3,2016,Spring,A.P.C.,Nicole Phelps,PARIS,"October 3, 2015","They call me the king of basics, Jean Touitou ..."
4,2016,Spring,A.W.A.K.E.,Maya Singer,NEW YORK,"October 21, 2015",Natalia Alaverdian is a designer with a lot of...
...,...,...,...,...,...,...,...
429,2016,Spring,Zo Jordan,Maya Singer,LONDON,"September 19, 2015","Water, water, everywhere, / nor any drop to dr..."
430,2016,Spring,Zuhair Murad,Amy Verner,PARIS,"October 4, 2015","From a new Paris showroom, Zuhair Murad came a..."
431,2016,Spring,1205,Luke Leitch,LONDON,"September 19, 2015",Fashion and Instagram are such (often sacchari...
432,2016,Spring,3.1 Phillip Lim,Maya Singer,NEW YORK,"September 14, 2015",Let other New York City fashion designers toas...


In [3]:
#convert all review text into list format
docs = df['review text'].tolist()
docs[0]

'Detachment was the word of the day at A Dtacher (yes, like the labels name, bien sr). Designer Mona Kowalska loves the high concept, and one imagines that today detachment included being unconcerned with the gaze of others. Kowalskas woman, both as she appears on the runway and the real world, dresses for herself. Her intensely arty bend, and taste for clothes that match it, make A Dtacher a cultishly beloved brand among certain shoppers. This season, Kowalska presented them with a lineup of relatively playful offerings.\rThe collection opened with a pair of midi dresses in an Indonesian-inspired floral print, which reemerged later imagined with allover Pop white polka dots. Elsewhere came cardigans in an uncanny kind of amoxicillin pink that you imagined the A Dtacher woman wearing with tongue firmly in cheek (they had Kawakubo-esque allover holes, to boot). The popcorn knits were pretty fun, too.\rThe choice to use hardier materials lent dresses eccentric volumes, but also led to a 

In [4]:
# Tokenize the documents.
from nltk.tokenize import RegexpTokenizer
from nltk.corpus import stopwords

# Split the documents into tokens.
tokenizer = RegexpTokenizer(r'\w+')
for idx in range(len(docs)):
    docs[idx] = docs[idx].lower()  # Convert to lowercase.
    docs[idx] = tokenizer.tokenize(docs[idx])  # Split into words.

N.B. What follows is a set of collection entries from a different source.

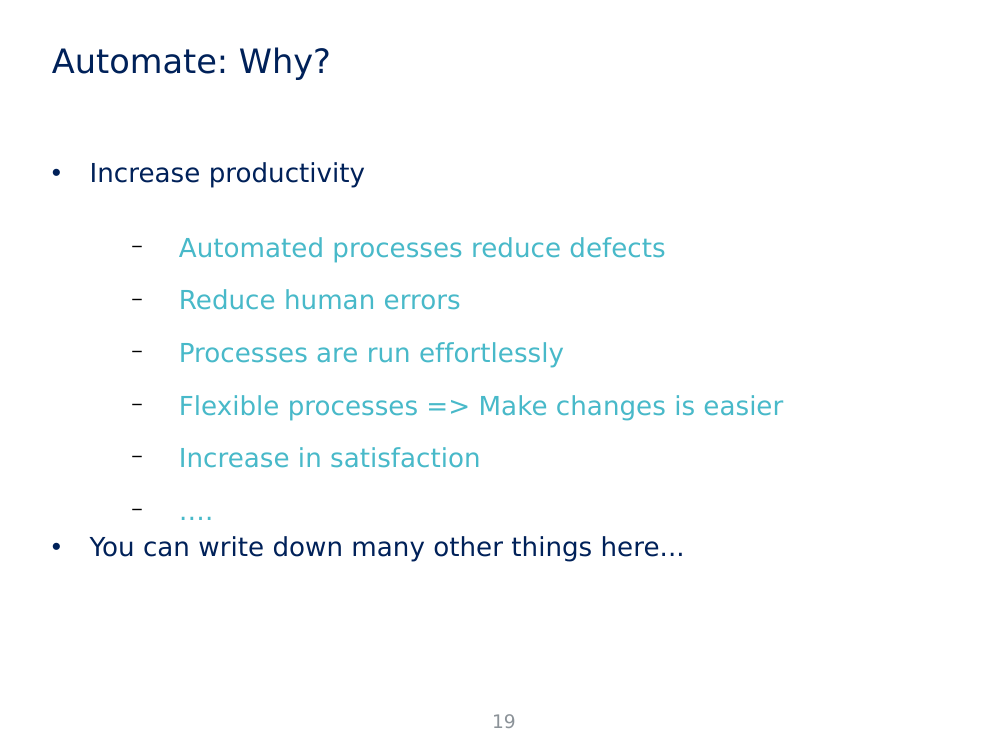
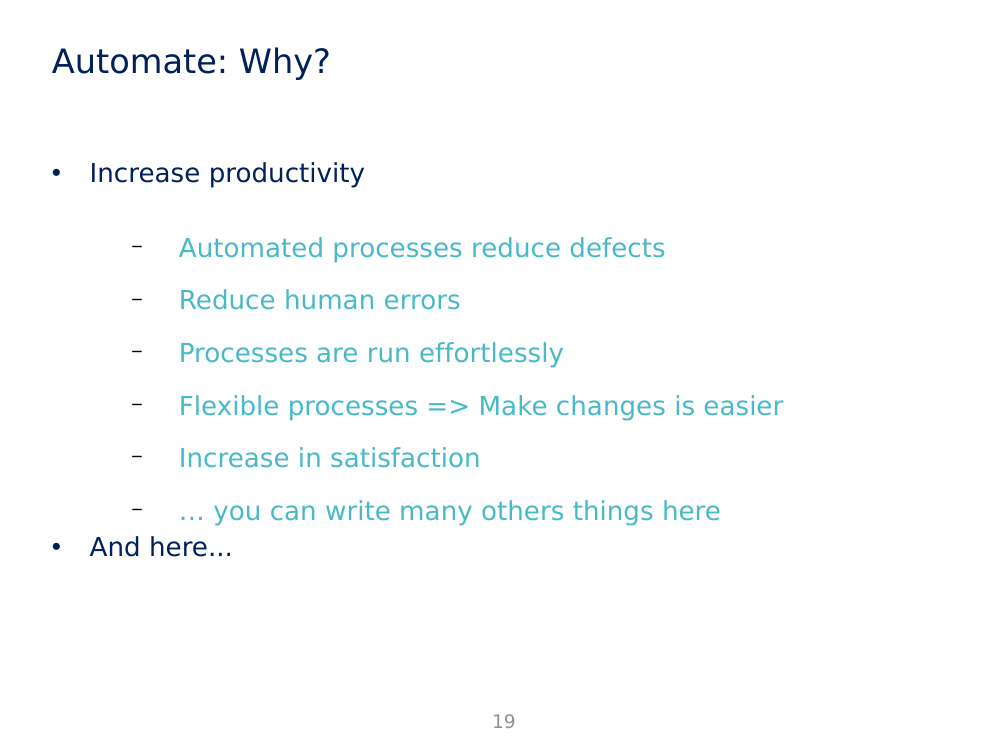
Before and after one commit to jicarretero/SummitMalaga2016, a slide deck: slide 19 of FiwareMalaga.odp. Drawn at 1008x756 pixels with LibreOffice and Linux fonts; fonts in the diff are those of the drawing; background and template pictures are left out. Boxes give left, top, right and bottom in pixels: in the first picture for what was removed or moved away, otherwise in the second. Text is boxed around its words. In the diff, an @@ line names an element or a change of style, - is before the commit and + after.

```diff
--- a/FiwareMalaga.odp
+++ b/FiwareMalaga.odp
@@ text at [90,500,721,557]: text changed; text colour #002159 to #48B9C9 @@
-  − ….
-• You can write down many other things here...
+  − … you can write many others things here
+• And here...
```
Also in this commit, not shown: 2 other slides changed, 5 slides added.

# Remove numbers, but not words that contain numbers.
docs = [[token for token in doc if not token.isnumeric()] for doc in docs]
    
# Remove stopwords.
docs = [[token for token in doc if token not in stopwords.words('english')] for doc in docs]

# Remove words that are only one character.
docs = [[token for token in doc if len(token) > 1] for doc in docs]

In [5]:
# Lemmatize the documents.
from nltk.stem.wordnet import WordNetLemmatizer

lemmatizer = WordNetLemmatizer()
docs = [[lemmatizer.lemmatize(token) for token in doc] for doc in docs]

In [6]:
# Compute bigrams.
from gensim.models import Phrases

# Add bigrams and trigrams to docs (only ones that appear 20 times or more).
bigram = Phrases(docs, min_count=10)
for idx in range(len(docs)):
    for token in bigram[docs[idx]]:
        if '_' in token:
            # Token is a bigram, add to document.
            docs[idx].append(token)

In [7]:
# Remove rare and common tokens.
from gensim.corpora import Dictionary

# Create a dictionary representation of the documents.
dictionary = Dictionary(docs)

# Filter out words that occur less than 10 documents, or more than 70% of the documents.
# This step would be necessary in larger text
# dictionary.filter_extremes(no_below=10, no_above=0.7)

In [8]:
# docs[0]

## Generate Term Document Matrix

In [9]:
# Bag-of-words representation of the documents.
corpus = [dictionary.doc2bow(doc) for doc in docs]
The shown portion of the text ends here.